Sizing from otherness our countenance

And seeing our puppet will's act-acting strings.

An unknown language speaks in us, which we

Are at the words of, fronted from reality.

Written by Fernando Pessoa |

The world is woven all of dream and error

The world is woven all of dream and error

And but one sureness in our truth may lie--

That when we hold to aught our thinking's mirror

We know it not by knowing it thereby.

For but one side of things the mirror knows,

And knows it colded from its solidness.

A double lie its truth is; what it shows

By true show's false and nowhere by true place.

Thought clouds our life's day-sense with strangeness, yet

Never from strangeness more than that it's strange

Doth buy our perplexed thinking, for we get

But the words' sense from words--knowledge, truth, change.

We know the world is false, not what is true.

Yet we think on, knowing we ne'er shall know.

Written by Fernando Pessoa |

How yesterday is long ago! The past

How yesterday is long ago! The past

Is a fixed infinite distance from to-day,

And bygone things, the first-lived as the last,

In irreparable sameness far away.

How the to-be is infinitely ever

Out of the place wherein it will be Now,

Like the seen wave yet far up in the river,

Which reaches not us, but the new-waved flow!

This thing Time is, whose being is having none,

The equable tyrant of our different fates,

Who could not be bought off by a shattered sun

Or tricked by new use of our careful dates.

This thing Time is, that to the grave-will bear

My heart, sure but of it and of my fear.

Written by Fernando Pessoa |

The edge of the green wave whitely doth hiss

The edge of the green wave whitely doth hiss

Upon the wetted sand. I look, yet dream.

Surely reality cannot be this!

Somehow, somewhere this surely doth but seem!

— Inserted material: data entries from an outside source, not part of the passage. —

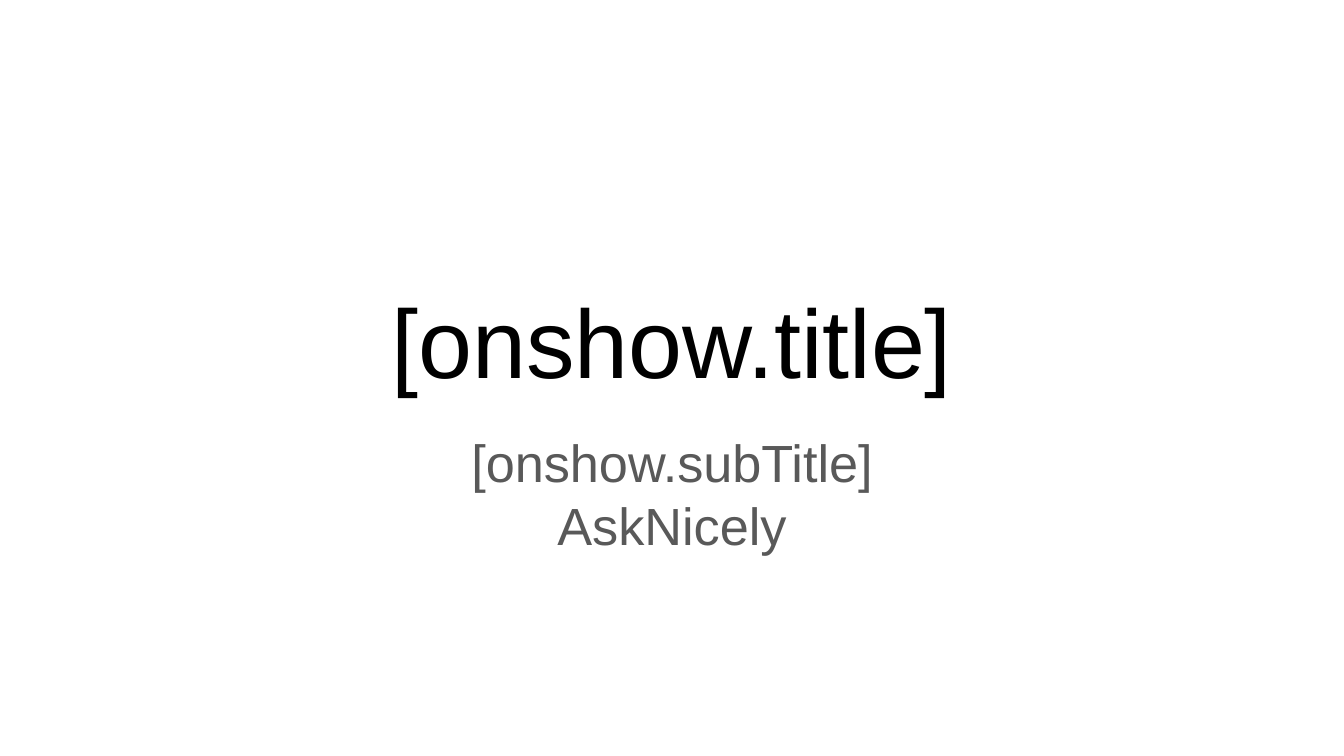
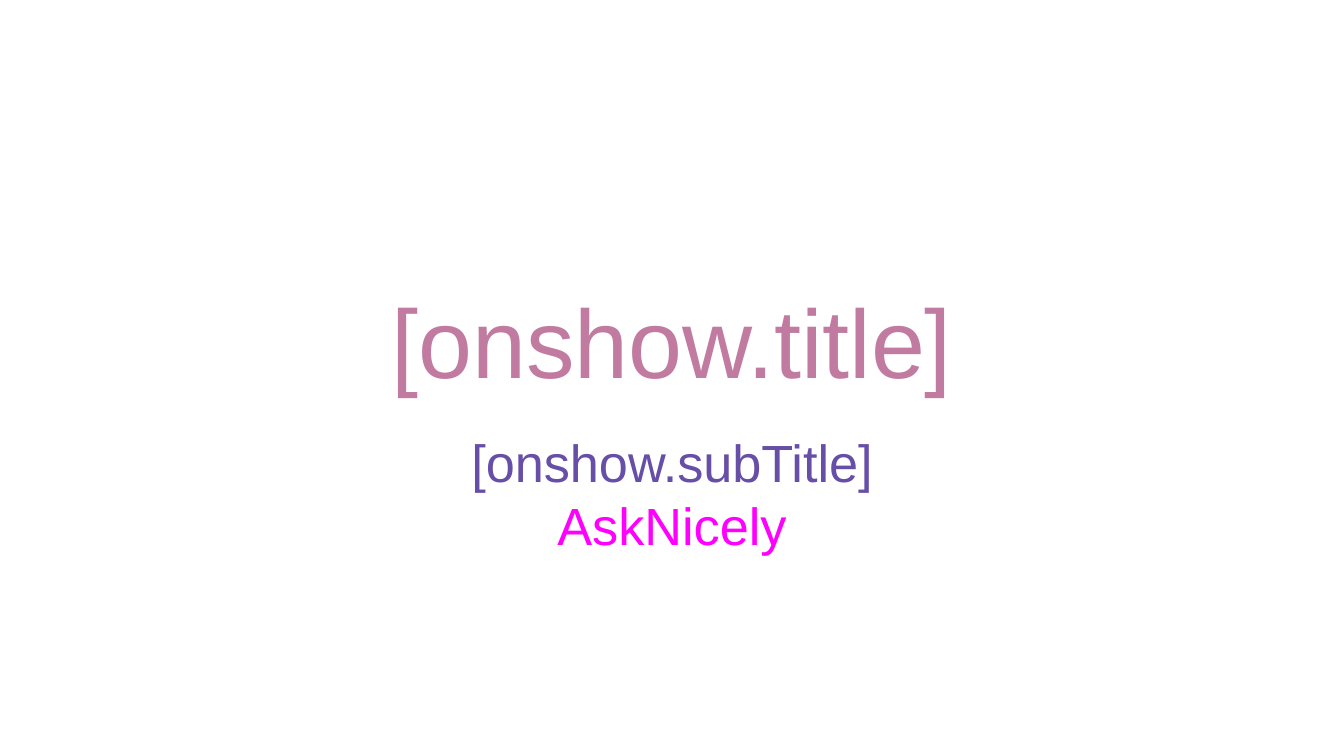
Before and after one commit to terenceybwong/ppt, a slide deck: slide 1 of data/template.pptx. Drawn at 1344x756 pixels with LibreOffice and Linux fonts; fonts in the diff are those of the drawing. Boxes give left, top, right and bottom in pixels: in the first picture for what was removed or moved away, otherwise in the second. Text is boxed around its words. In the diff, an @@ line names an element or a change of style, - is before the commit and + after.

Commit message:
Add colour to template

```diff
--- a/data/template.pptx
+++ b/data/template.pptx
@@ title "[onshow.title]" at (392,307,952,395): text colour #000000 to #C27BA0 @@
@@ subtitle "[onshow.subTitle]" at (471,444,872,555): text colour #595959 to #674EA7 in "[onshow.subTitle]"; text colour #595959 to #FF00FF in "AskNicely" @@
```

The sky, the sea, this great extent disclosed

Of outward joy, this bulk of life we feel,

Is not something, but something interposed.

Only what in this is not this is real.

If this be to have sense, if to be awake

Be but to see this bright, great sleep of things,

For the rarer potion mine own dreams I'll take

And for truth commune with imaginings,

Holding a dream too bitter, a too fair curse,

This common sleep of men, the universe.

Written by Fernando Pessoa |

My weary life, that lives unsatisfied

My weary life, that lives unsatisfied

On the foiled off-brink of being e'er but this,

To whom the power to will hath been denied

And the will to renounce doth also miss;

My sated life, with having nothing sated,

In the motion of moving poisèd aye,

Within its dreams from its own dreams abated--

This life let the Gods change or take away.

For this endless succession of empty hours,

Like deserts after deserts, voidly one,

Doth undermine the very dreaming powers

And dull even thought's active inaction,

Tainting with fore-unwilled will the dreamed act

Twice thus removed from the unobtained fact.

Written by Fernando Pessoa |

Ode of Ricardo Reis

To be great, be whole: nothing
Yours exaggerate nor delete.
Be whole  at everything.
Be yourself at the little things you do.
So that in each lake the whole moon Shines because high it lives.

Written by Fernando Pessoa |

Portuguese sea

Oh salted sea, how much of your salt
Are tears of Portugal!
For crossing you, how many mothers wept,
How many children prayed in vain!

How many brides remained unmarried
For you to be ours, Oh sea!
Was it worth it? everything is worthwhile
If the soul is not small.
The ones who want to go beyond Boyador Have to go beyond pain.
God overboard danger and the abyss gave But it was in it that he mirrored the sky.